## WHAT IS BEING ASKED
Your task is to give the listing below back word for word, pictures excluded.

## TASK DATA
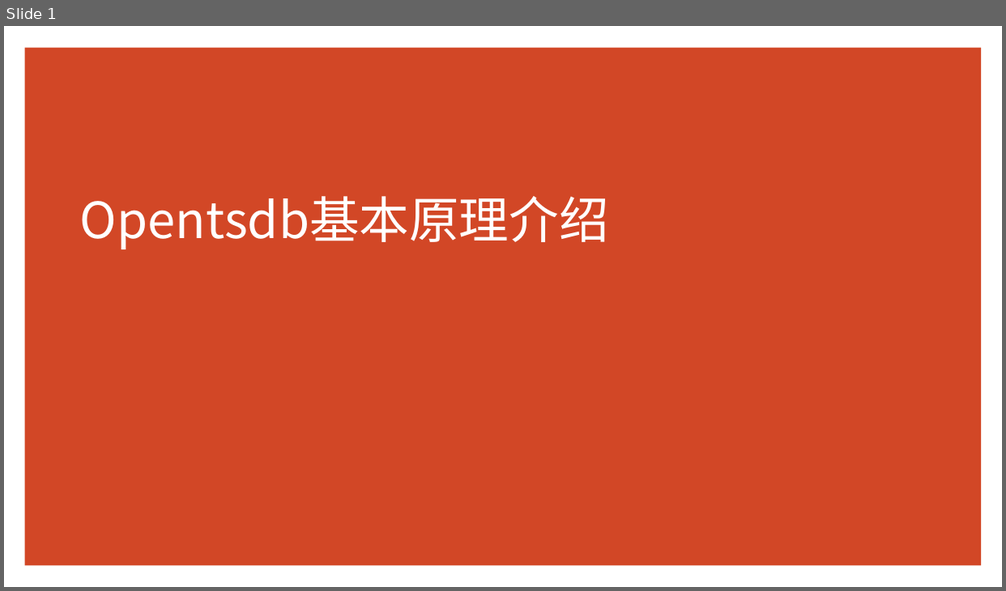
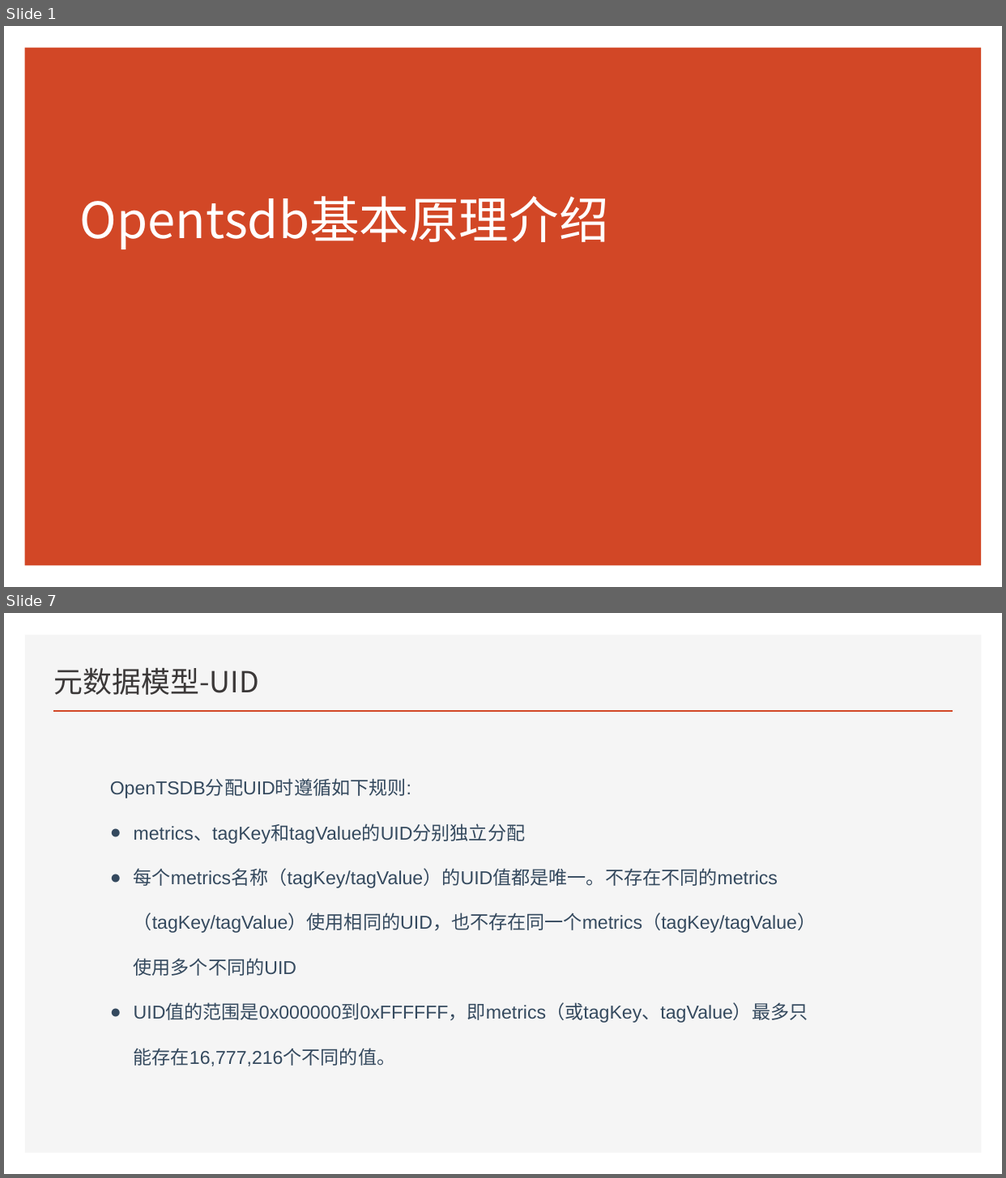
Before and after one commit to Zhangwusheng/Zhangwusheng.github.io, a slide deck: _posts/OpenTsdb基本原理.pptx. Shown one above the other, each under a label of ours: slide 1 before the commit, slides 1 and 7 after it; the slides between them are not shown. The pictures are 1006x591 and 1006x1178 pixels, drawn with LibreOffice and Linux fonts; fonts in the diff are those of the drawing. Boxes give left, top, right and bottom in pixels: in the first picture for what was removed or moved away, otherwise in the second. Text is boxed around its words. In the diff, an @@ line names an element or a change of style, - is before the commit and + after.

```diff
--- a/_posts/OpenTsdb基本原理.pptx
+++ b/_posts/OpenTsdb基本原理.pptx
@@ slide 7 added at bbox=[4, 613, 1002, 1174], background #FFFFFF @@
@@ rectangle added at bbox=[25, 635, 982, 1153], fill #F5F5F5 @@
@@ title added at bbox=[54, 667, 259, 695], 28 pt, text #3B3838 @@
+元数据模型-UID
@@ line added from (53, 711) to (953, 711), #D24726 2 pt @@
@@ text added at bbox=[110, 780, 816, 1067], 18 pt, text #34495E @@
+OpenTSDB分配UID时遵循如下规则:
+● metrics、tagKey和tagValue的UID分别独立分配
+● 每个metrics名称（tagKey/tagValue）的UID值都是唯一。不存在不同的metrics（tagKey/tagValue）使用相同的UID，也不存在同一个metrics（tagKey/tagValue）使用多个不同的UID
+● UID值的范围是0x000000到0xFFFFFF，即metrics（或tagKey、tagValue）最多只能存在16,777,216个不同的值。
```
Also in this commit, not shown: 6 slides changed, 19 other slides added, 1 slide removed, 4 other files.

## TASK SOLUTION
Before and after one commit to Zhangwusheng/Zhangwusheng.github.io, a slide deck: _posts/OpenTsdb基本原理.pptx. Shown one above the other, each under a label of ours: slide 1 before the commit, slides 1 and 7 after it; the slides between them are not shown. The pictures are 1006x591 and 1006x1178 pixels, drawn with LibreOffice and Linux fonts; fonts in the diff are those of the drawing. Boxes give left, top, right and bottom in pixels: in the first picture for what was removed or moved away, otherwise in the second. Text is boxed around its words. In the diff, an @@ line names an element or a change of style, - is before the commit and + after.

```diff
--- a/_posts/OpenTsdb基本原理.pptx
+++ b/_posts/OpenTsdb基本原理.pptx
@@ slide 7 added at bbox=[4, 613, 1002, 1174], background #FFFFFF @@
@@ rectangle added at bbox=[25, 635, 982, 1153], fill #F5F5F5 @@
@@ title added at bbox=[54, 667, 259, 695], 28 pt, text #3B3838 @@
+元数据模型-UID
@@ line added from (53, 711) to (953, 711), #D24726 2 pt @@
@@ text added at bbox=[110, 780, 816, 1067], 18 pt, text #34495E @@
+OpenTSDB分配UID时遵循如下规则:
+● metrics、tagKey和tagValue的UID分别独立分配
+● 每个metrics名称（tagKey/tagValue）的UID值都是唯一。不存在不同的metrics（tagKey/tagValue）使用相同的UID，也不存在同一个metrics（tagKey/tagValue）使用多个不同的UID
+● UID值的范围是0x000000到0xFFFFFF，即metrics（或tagKey、tagValue）最多只能存在16,777,216个不同的值。
```
Also in this commit, not shown: 6 slides changed, 19 other slides added, 1 slide removed, 4 other files.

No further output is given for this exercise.